In 2021, Indonesia's total energy supply (TES) comprised 30.3% coal, 28.9% oil, and 14.4% natural gas. Renewable energy sources also added to the mix, with biofuels and waste accounting for 13.8%, wind and solar providing 11.6%, and hydro contributing 0.9%.
Total energy supply (TES) includes all the energy produced in or imported to a country, minus that which is exported or stored. It represents all the energy required to supply end users in the country.
Source: TransitionZero At the same time, IRENA estimates that Indonesia’s energy transition requires around USD 16.2 billion in annual investment. By 2030, replacing fossil fuels with renewables will save between USD 15.6-51.7 billion when accounting for air pollution costs.

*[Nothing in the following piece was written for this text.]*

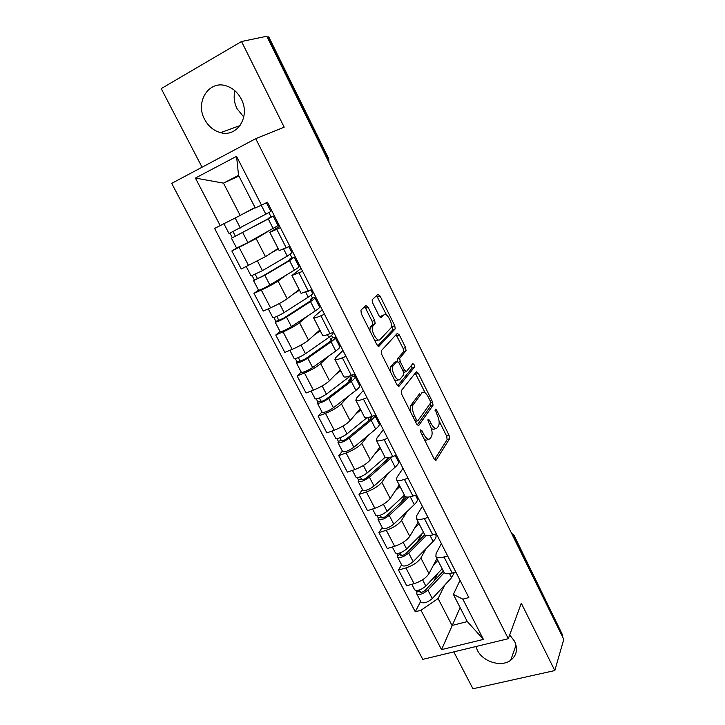 <?xml version="1.0" encoding="UTF-8"?>
<svg xmlns="http://www.w3.org/2000/svg" width="725" height="725" viewBox="0 0 725 725"><rect width="100%" height="100%" fill="white"/><g stroke="black" fill="none" stroke-linecap="round" stroke-linejoin="round"><path stroke-width="1.09" d="M420.554 429.907L420.862 432.481L434.13 458.934L436.142 460.167L449.572 438.743L449.074 435.29L436.486 409.897L435.091 409.036L437.084 414.718C439.151 419.304 439.685 422.965 438.679 425.702L437.392 427.668C435.698 429.408 433.595 428.022 431.076 423.5L429.399 420.138L428.004 419.213L428.312 421.723L429.988 425.095C432.109 429.762 432.644 433.514 431.593 436.359L430.242 438.417C428.484 440.247 426.309 438.861 423.726 434.257L422.004 430.831L420.554 429.907M243.79 117.042L237.021 108.659C234.166 102.805 233.459 96.842 234.909 90.752M204.658 119.426C208.419 126.386 213.739 130.799 220.599 132.657C237.193 137.587 250.705 116.317 241.271 99.044C237.791 92.428 232.834 88.06 226.408 85.931C208.927 79.759 194.853 102.143 204.658 119.426M475.908 646.537L477.349 650.225C482.85 661.834 501.338 667.498 510.699 660.276C516.726 655.427 518.013 649.102 514.578 641.299L509.702 634.91M368.11 307.255L365.853 305.551L360.95 310.119L361.286 313.671L376.792 344.593L379.03 346.197L395.252 328.824L394.735 325.634L380.063 296.027L377.906 294.332L372.142 299.797L372.668 302.968L379.112 315.91L381.296 317.559L384.005 314.849C386.624 311.75 393.213 323.803 391.092 327.763L380.072 339.554C377.399 342.952 370.466 330.645 372.686 326.395L375.16 323.595L374.644 320.341L368.11 307.255L365.627 308.306L364.512 306.802M255.708 138.665L284.191 127.174L241.525 41.506L266.827 36.25L563.778 639.359L554.815 670.553L521.293 603.236L508.307 638.707L255.708 138.665L171.689 183.371L422.793 659.369L508.307 638.707M401.306 390.639L401.704 394.282L416.676 424.143L418.76 425.484L433.024 405.266L432.526 401.895L418.334 373.257L416.322 371.816L401.306 390.639M396.91 384.712L381.676 354.335L381.305 350.728L397.282 333.4L399.357 334.959L405.556 347.465L406.063 350.71L399.683 358.213L400.2 361.53L404.387 369.931L406.471 371.408L412.733 363.787C413.93 363.923 414.519 365.038 414.51 367.113L399.067 386.18L396.91 384.712M453.787 651.884L472.936 688.75L554.815 670.553M241.525 41.506L161.222 88.613L202.058 167.221M267.217 37.047L268.785 36.902L328.715 158.693L328.298 158.92L268.214 36.839M514.224 535.73L562.736 635.299L514.143 536.554L512.013 534.234M562.382 636.523L562.736 635.299M443.772 571.934L444.053 572.487C445.304 573.946 448.023 574.137 452.219 573.04L455.835 572.034M426.055 548.598L420.872 557.96C417.944 562.228 412.951 565.554 405.909 567.929L414.102 583.67C421.134 581.332 426.092 577.997 428.964 573.647L436.921 558.558M414.102 583.67L406.707 585.728L398.523 570.058L401.587 564.757M447.633 555.939L444.017 556.972C439.821 558.105 437.121 557.978 435.906 556.582L436.078 553.547L441.362 543.632M405.909 567.929L398.523 570.058M424.442 534.198L424.696 534.697C425.874 536.002 428.548 536.065 432.743 534.878L436.35 533.799M382.193 527.528L378.939 532.558L387.268 548.499L394.645 546.287C401.695 543.841 406.725 540.542 409.752 536.382L418.225 522.054M428.013 517.423L424.397 518.538C420.21 519.762 417.546 519.752 416.413 518.511L416.712 515.702L422.349 506.313M407.06 511.506L401.514 520.432C398.433 524.501 393.367 527.782 386.316 530.283L378.939 532.558M416.911 495.646L416.25 496.716M404.777 495.8L405.003 496.253C406.1 497.395 408.737 497.332 412.924 496.054L416.531 494.894M362.464 489.665L359.02 494.414L367.484 510.636L374.861 508.27C381.921 505.697 387.032 502.434 390.195 498.483L399.212 484.934M408.039 478.228L404.432 479.415C400.254 480.738 397.626 480.856 396.566 479.778L397.001 477.204L403.009 468.35M387.757 473.769L381.821 482.252C378.595 486.112 373.447 489.357 366.388 491.985L359.02 494.414M398.188 458.88L397.481 459.895M384.767 456.732L384.966 457.131C385.981 458.109 388.573 457.91 392.751 456.532L396.358 455.291M342.39 451.149L338.747 455.608L347.366 472.111L354.733 469.582C361.793 466.882 366.986 463.665 370.312 459.922L379.882 447.189M387.712 438.326L384.114 439.604C379.936 441.017 377.362 441.271 376.384 440.365L376.955 438.027L383.344 429.744M368.146 435.39L361.793 443.401C358.404 447.053 353.175 450.261 346.106 453.007L338.747 455.608M379.148 421.506L378.396 422.458M364.394 416.966L364.575 417.31C365.5 418.117 368.055 417.781 372.224 416.304L375.822 414.981M321.972 411.954L318.121 416.114L326.884 432.907L334.243 430.215C341.321 427.388 346.595 424.216 350.075 420.681L360.216 408.8M367.022 397.717L363.424 399.067C359.256 400.59 356.727 400.979 355.83 400.245L356.546 398.152L363.325 390.458M348.227 396.321L341.403 403.879C337.859 407.314 332.539 410.468 325.471 413.35L318.121 416.114M359.79 383.507L358.993 384.386M343.668 376.502L343.813 376.782C344.656 377.408 347.157 376.937 351.317 375.351L354.915 373.946M301.201 372.079L297.123 375.922L306.05 393.013L313.39 390.15C320.477 387.186 325.833 384.06 329.476 380.761L340.215 369.75M345.952 356.356L342.354 357.797C338.203 359.428 335.72 359.962 334.914 359.41L335.775 357.57L342.961 350.483M328.017 356.537L320.658 363.651C316.943 366.859 311.542 369.968 304.464 372.985L297.123 375.922M340.097 344.864L339.255 345.671M322.562 335.294L322.679 335.512C323.432 335.965 325.878 335.34 330.029 333.645L333.627 332.159M280.049 331.488L275.754 335.013L284.843 352.404L292.175 349.368C299.262 346.269 304.708 343.188 308.515 340.116L319.861 330.029M324.501 314.242L320.912 315.774C316.762 317.514 314.333 318.202 313.617 317.831L314.632 316.263L322.235 309.802M307.563 316L299.534 322.707C295.655 325.67 290.163 328.733 283.076 331.887L275.754 335.013M320.069 305.56L319.19 306.294M301.074 293.344L311.94 289.592M258.526 290.172L254.004 293.362L263.257 311.07L270.57 307.844C277.657 304.609 283.194 301.573 287.182 298.754L299.162 289.601M302.651 271.349L291.93 275.491L301.147 268.395M287.064 274.585L278.038 281.028C273.978 283.747 268.404 286.756 261.308 290.054L254.004 293.362M299.706 265.577L298.772 266.238M279.197 250.623L289.855 246.246M236.676 248.077L231.846 250.95L241.271 268.984L265.459 256.632L278.092 248.467M280.385 227.659L269.845 232.372L279.669 226.245M267.561 231.737L256.142 238.588L231.846 250.95M278.98 224.895L277.992 225.484M444.742 585.075L438.099 598.533L452.01 625.467L467.299 621.579L453.379 594.428L460.058 580.326M460.13 607.595L441.543 649.618L420.998 610.251L438.099 598.533M453.379 594.428L462.849 599.149L483.412 639.396L441.543 649.618M220.228 225.629L195.406 178.069L236.558 156.337L261.507 205.148L255.254 207.957L238.543 175.341L223.481 183.135L240.174 215.443L214.6 228.429L415.271 611.764L420.998 610.251M462.849 599.149L468.839 597.563L267.425 202.212L261.507 205.148M238.888 176.03L223.481 183.135L195.406 178.069M240.174 215.443L255.01 207.468M420.654 601.36L415.271 611.764M352.468 376.429L351.815 375.151M332.693 337.678L331.533 335.394M312.502 298.111L311.025 295.211M291.967 257.855L290.163 254.33M271.068 216.902L268.93 212.715M483.412 639.396L467.299 621.579M238.543 175.341L236.558 156.337M424.279 439.287C425.756 440.428 426.916 440.428 427.741 439.287L428.085 439.16M431.23 428.14C432.816 429.59 434.058 429.717 434.937 428.529L435.381 428.375M434.52 459.587L447.135 439.577L446.636 436.124L439.024 420.79M425.176 392.868L415.253 373.157M417.219 425.004L430.523 406.254L430.333 403.327M416.458 419.757L417.908 420.699L430.496 403.082L430.142 400.726L428.393 397.209C425.919 392.696 423.799 391.228 422.032 392.787L412.996 404.949C411.981 407.767 412.525 411.492 414.627 416.114L416.458 419.757L414.782 420.355M421.334 393.05L422.032 392.787M410.178 411.175L410.486 405.864L419.576 393.693M397.255 361.231L397.336 358.984L403.635 351.67L403.127 348.426L396.086 334.696M403.662 372.55L405.973 371.608M397.626 385.8L411.999 368.155L411.474 365.318M393.204 365.672L392.859 366.225C390.548 370.466 397.445 383.027 400.01 379.284L403.716 374.734L403.2 371.363L398.995 362.935L396.874 361.422L393.204 365.672L390.702 366.642L390.068 371.073M394.572 380.045L397.508 380.235M394.88 362.192L396.874 361.422M390.702 366.642L394.391 362.382M369.895 330.836L370.185 327.419L372.668 324.619L372.152 321.365L365.627 308.306M374.617 340.252L377.562 340.56M382.546 315.447L384.005 314.849M380.108 317.305L381.558 315.855M386.579 315.076L376.574 295.583M377.725 345.916L392.814 329.812L391.4 324.791M436.504 559.347L437.039 558.794M442.159 568.79L425.829 586.09C421.198 589.923 417.482 591.183 414.673 589.878L414.519 589.588M437.873 560.416L433.577 564.902M443.319 571.055L425.276 590.25C423.056 592.089 421.279 592.697 419.929 592.053L419.367 590.014M437.755 573.457L433.777 581.214M454.43 572.424L451.603 577.653L432.281 598.551C427.687 602.412 423.962 603.653 421.134 602.276L420.971 601.977M444.226 572.687L427.904 590.096C423.282 593.938 419.567 595.189 416.748 593.857L416.857 592.044L416.05 590.513M420.582 592.361L419.974 591.192L416.857 592.044M417.754 522.852L418.334 522.281M423.454 532.268L406.625 549.006C401.895 552.758 398.161 554.081 395.442 552.967L395.306 552.704M419.095 523.749L414.627 528.126M424.732 534.742L406.127 553.329C403.861 555.132 402.076 555.758 400.771 555.214L400.073 552.912M422.131 533.582L417.083 542.382M435.308 534.107L435.689 534.86C436.686 536.391 435.825 538.584 433.097 541.439L413.187 561.676C408.483 565.455 404.758 566.76 402.013 565.582L401.868 565.301M426.218 535.567L408.737 553.084C404.015 556.836 400.282 558.15 397.554 557.027L397.735 555.323L396.783 553.501M401.405 555.477L400.853 554.408L397.735 555.323M398.678 485.741L399.321 485.152M404.432 495.13L387.087 511.288C382.247 514.958 378.522 516.336 375.885 515.43L375.767 515.194M400.001 486.475L395.352 490.725M406.689 497.015L386.652 515.774C384.341 517.532 382.546 518.194 381.287 517.75L380.453 515.176M404.922 496.09L400.771 502.561M415.488 495.229L417.129 498.438C418.044 499.806 417.093 501.872 414.283 504.627L393.766 524.175C388.962 527.873 385.229 529.232 382.564 528.262L382.438 528.008M408.891 496.987L389.234 515.439C384.404 519.109 380.679 520.478 378.033 519.553L378.287 517.985L377.181 515.865M381.903 517.967L381.404 516.998L378.287 517.985M379.257 448.014L379.982 447.397M385.156 457.303L367.212 472.918C362.273 476.497 358.531 477.938 355.993 477.249L355.884 477.041M380.58 448.558L375.731 452.699M389.678 457.412L366.841 477.576C364.476 479.288 362.681 479.977 361.467 479.642L360.497 476.787M387.92 457.702L385.12 461.58M392.578 456.596L369.397 477.132C364.467 480.72 360.724 482.152 358.177 481.445L358.503 480.004L357.244 477.576M395.315 455.653L398.252 461.408C399.085 462.613 398.052 464.535 395.143 467.19L374 486.031C369.097 489.638 365.364 491.061 362.79 490.299L362.672 490.073M362.056 479.805L361.621 478.953L358.503 480.004M359.482 409.661L360.316 409M366.959 417.7L346.994 433.885C341.937 437.356 338.194 438.87 335.757 438.407L335.657 438.226M360.823 409.987L355.748 414.038M371.3 416.63L371.336 416.667C371.907 417.455 371.01 418.833 368.635 420.808L346.686 438.707C344.275 440.383 342.472 441.099 341.303 440.863L340.188 437.728M367.865 417.564L368.971 420.527M371.01 418.425L370.257 416.966M342.572 451.485L342.671 451.675C345.145 452.219 348.888 450.733 353.9 447.225L375.686 429.118C378.686 426.572 379.809 424.787 379.057 423.753L374.789 415.38C374.979 416.44 373.774 418.071 371.155 420.237L349.214 438.172C344.176 441.661 340.433 443.156 337.977 442.667L338.385 441.362L336.962 438.625M375.931 417.618L376.683 416.676M369.424 417.201L367.611 417.863M341.874 440.981L341.493 440.238L338.385 441.362M355.567 375.224L351.688 377.109M339.327 370.665L340.306 369.94M351.118 375.432L326.413 394.155C321.248 397.536 317.505 399.103 315.157 398.877L315.085 398.723M340.732 370.756L335.367 374.716M351.263 379.791L350.329 377.952L351.716 378.233C352.214 378.885 351.244 380.145 348.788 382.039L326.178 399.158C323.712 400.789 321.909 401.541 320.785 401.414L319.517 397.98M350.528 378.35L348.507 380.516L349.142 381.767M377.607 340.505L377.199 339.291M350.329 377.952L353.193 376.166L354.987 376.529C355.631 377.353 354.398 378.958 351.281 381.359L328.67 398.514C323.522 401.904 319.77 403.472 317.423 403.218L317.913 402.049L316.317 398.986M355.159 376.873L359.537 385.464C360.198 386.316 358.984 387.966 355.903 390.394L333.446 407.731C328.325 411.147 324.573 412.697 322.199 412.38L322.118 412.217M356.899 380.281L357.697 379.411M351.118 379.501L348.507 380.516M356.102 376.275L355.295 377.145M321.338 401.469L321.012 400.853L317.913 402.049M336.346 337.487L335.303 337.913M318.737 331.035L319.952 330.201M332.585 332.585L332.866 333.128C333.409 333.745 332.068 335.186 328.842 337.46L305.47 353.718C300.195 356.999 296.434 358.639 294.205 358.648L294.142 358.531M320.278 330.836L314.55 334.751M331.189 340.487L330.437 339.019L331.751 339.146C332.177 339.644 331.135 340.795 328.606 342.59L305.307 358.911L299.905 361.267L298.483 357.516M330.437 339.019L333.364 337.279L335.059 337.433C335.612 338.067 334.279 339.527 331.071 341.81L307.772 358.159C302.506 361.449 298.754 363.089 296.507 363.062L297.078 362.038L295.311 358.639M335.195 337.705L339.69 346.514C340.261 347.193 338.956 348.689 335.766 351L312.629 367.539C307.391 370.856 303.639 372.469 301.364 372.396L301.301 372.26M337.551 342.327L338.394 341.52M336.772 338.339L335.929 339.137M300.431 361.267L300.177 360.778L297.078 362.038M316.798 299.126L315.765 299.579M297.585 290.807L299.244 289.764M310.907 290.054L312.557 293.281C313.001 293.707 311.56 294.993 308.243 297.141L284.146 312.566C278.753 315.737 275.002 317.45 272.872 317.704L272.827 317.613M299.479 290.218L293.163 294.178M310.762 300.513L310.209 299.425L311.442 299.38C311.795 299.724 310.672 300.757 308.071 302.452L284.064 317.949L278.654 320.396L277.068 316.336M310.209 299.425L313.182 297.721L314.786 297.658C315.239 298.102 313.816 299.407 310.499 301.573L286.493 317.079C281.11 320.269 277.349 321.972 275.21 322.199L275.872 321.32L273.923 317.568M314.886 297.857L319.489 306.902C319.97 307.391 318.565 308.732 315.284 310.916L291.432 326.631C286.085 329.839 282.324 331.524 280.158 331.697L280.113 331.597M317.885 303.739L318.773 303.005M317.124 299.76L316.227 300.494M279.152 320.341L275.872 321.32M296.924 260.121L295.891 260.601M275.409 250.197L278.164 248.621M288.822 246.727L291.885 252.744L287.272 256.115L262.441 270.661L251.122 275.962M278.3 248.883L270.733 253.224M289.973 259.822L289.619 259.133L290.779 258.916L287.173 261.616L262.432 276.243L257.022 278.799L257.375 278.454L255.273 274.403M289.619 259.133L294.16 257.194L289.574 260.619L264.824 275.264L253.542 280.593L254.294 279.868L252.155 275.763M294.223 257.321L298.954 266.601C299.334 266.891 297.83 268.069 294.432 270.135L269.863 284.979C264.389 288.079 260.628 289.846 258.58 290.263L258.544 290.199M297.875 264.498L298.818 263.837M297.141 260.538L296.199 261.199M257.493 278.69L254.294 279.868M276.723 220.454L275.69 220.962M245.693 212.479L255.073 207.595M266.392 202.728L270.86 211.492L229.037 233.559M255.1 207.658L240.655 215.189M239.44 215.823L226.164 222.602M268.821 218.424L234.991 236.45L235.389 236.178L233.069 231.71M268.685 218.143L273.171 216.023L268.268 218.941L231.474 238.244L232.317 237.673L229.979 233.196M273.198 216.068L278.047 225.584L247.896 242.576L236.586 248.05M277.539 224.587L278.527 223.998M276.814 220.645L275.826 221.225M267.498 204.894L268.513 204.341M235.444 236.268L232.317 237.673M261.308 290.054L270.57 307.844M283.076 331.887L292.175 349.368M304.464 372.985L313.39 390.15M325.471 413.35L334.243 430.215M346.106 453.007L354.733 469.582M366.388 491.985L374.861 508.27M386.316 530.283L394.645 546.287M239.141 247.452L248.566 265.567M256.142 238.588L265.459 256.632M278.038 281.028L287.182 298.754M299.062 272.972L308.352 291.178M299.534 322.707L308.515 340.116M320.912 315.774L330.029 333.645M320.658 363.651L329.476 380.761M342.354 357.797L351.317 375.351M341.403 403.879L350.075 420.681M363.424 399.067L372.224 416.304M361.793 443.401L370.312 459.922M384.114 439.604L392.751 456.532M381.821 482.252L390.195 498.483M404.432 479.415L412.924 496.054M401.514 520.432L409.752 536.382M424.397 518.538L432.743 534.878M420.872 557.96L428.964 573.647M444.017 556.972L452.219 573.04M276.814 229.372L286.275 247.923M513.69 537.633L514.125 535.521L511.451 533.092M327.446 159.364L328.298 158.92L328.923 162.373M422.05 434.846L423.726 434.257M427.931 420.663L429.399 420.138M429.481 424.071L431.076 423.5M435.082 410.404L436.486 409.897M446.636 436.124L449.074 435.29M447.098 439.631L449.536 438.797M435.417 460.411L436.142 460.167M420.473 431.366L422.004 430.831M415.905 374.173L418.334 373.257M430.596 402.593L432.526 401.895M430.523 406.254L432.961 405.375M418.108 425.711L418.76 425.484M415.407 421.597L417.464 420.862M410.767 405.393L413.277 404.478M412.96 416.712L414.627 416.114M396.928 335.938L399.357 334.959M403.127 348.426L405.556 347.465M403.517 351.852L405.955 350.891M397.336 358.984L399.81 358.023M398.542 362.174L400.2 361.53M402.792 370.538L404.387 369.931M411.999 368.155L414.437 367.222M398.514 386.398L399.067 386.18M372.152 321.365L374.644 320.341M372.505 324.873L374.997 323.848M370.638 326.73L373.139 325.697M377.634 297.051L380.063 296.027M392.307 326.622L394.735 325.634M392.678 330.02L395.116 329.032M378.568 346.378L379.03 346.197M425.829 586.09L422.566 579.783M451.603 577.653L449.536 573.611M432.281 598.551L427.904 590.096M406.625 549.006L403.173 542.345M433.097 541.439L430.07 535.521M413.187 561.676L408.737 553.084M387.087 511.288L383.443 504.256M414.283 504.627L410.259 496.761M393.766 524.175L389.234 515.439M367.212 472.918L363.37 465.495M395.143 467.19L390.684 458.463M374 486.031L369.397 477.132M346.994 433.885L342.943 426.064M375.686 429.118L371.155 420.237M353.9 447.225L349.214 438.172M349.097 377.091L348.689 376.284M326.413 394.155L322.145 385.927M355.903 390.394L351.281 381.359M333.446 407.731L328.67 398.514M328.842 337.46L327.419 334.66M305.47 353.718L300.984 345.073M335.766 351L331.071 341.81M312.629 367.539L307.772 358.159M308.243 297.141L305.751 292.275M284.146 312.566L279.442 303.476M315.284 310.916L310.499 301.573M291.432 326.631L286.493 317.079M287.272 256.115L283.683 249.101M262.441 270.661L257.502 261.118M294.432 270.135L289.574 260.619M269.863 284.979L264.824 275.264M265.93 214.355L261.281 205.257M240.347 227.994L235.19 218.035M273.216 228.62L268.268 218.941M247.896 242.576L242.775 232.68M220.599 132.657L240.111 125.516M510.699 660.276L516.019 645.15M269.845 232.372L279.243 250.714M435.906 556.582L444.053 572.487M416.413 518.511L424.696 534.697M396.566 479.778L405.003 496.253M376.384 440.365L384.966 457.131M355.83 400.245L364.575 417.31M334.914 359.41L343.813 376.782M313.617 317.831L322.679 335.512M291.93 275.491L301.156 293.498M329.023 162.581L328.715 158.703M447.135 439.577L449.572 438.743M430.587 406.145L433.024 405.266M410.486 405.864L412.996 404.949M403.635 351.67L406.063 350.71M397.218 359.174L399.683 358.213M412.072 368.046L414.51 367.113M390.358 367.194L392.859 366.225M372.668 324.619L375.16 323.595M370.185 327.419L372.686 326.395M392.814 329.812L395.252 328.824M414.673 589.878L411.773 584.314M421.134 602.276L416.748 593.857M395.442 552.967L392.325 546.985M402.013 565.582L397.554 557.027M375.885 515.43L372.541 509.013M382.564 528.262L378.033 519.553M355.993 477.249L352.413 470.371M362.79 490.299L358.177 481.445M335.757 438.407L331.932 431.058M342.671 451.675L337.977 442.667M315.157 398.877L311.088 391.047M322.199 412.38L317.423 403.218M294.205 358.648L289.864 350.32M301.364 372.396L296.507 363.062M272.872 317.704L268.268 308.859M280.158 331.697L275.21 322.199M251.158 276.017L246.273 266.646M258.58 290.263L253.542 280.593M229.046 233.577L223.925 223.744M236.604 248.086L231.474 238.244"/></g></svg>

The USD 20-billion Just Energy Transition Partnership, announced in November 2022, is the developed world’s way of acknowledging Indonesia’s energy transition challenges. The financing mechanism aims to support the country’s economy in transitioning from a fossil fuel-intensive energy system to a sustainable one.
Projects, like increased coal and gas capacity and expensive, untested technologies, should remain on paper, while solar and wind must become the priority. The very individual circumstances make Indonesia’s energy transition more challenging than the rest of its Southeast Asian peers.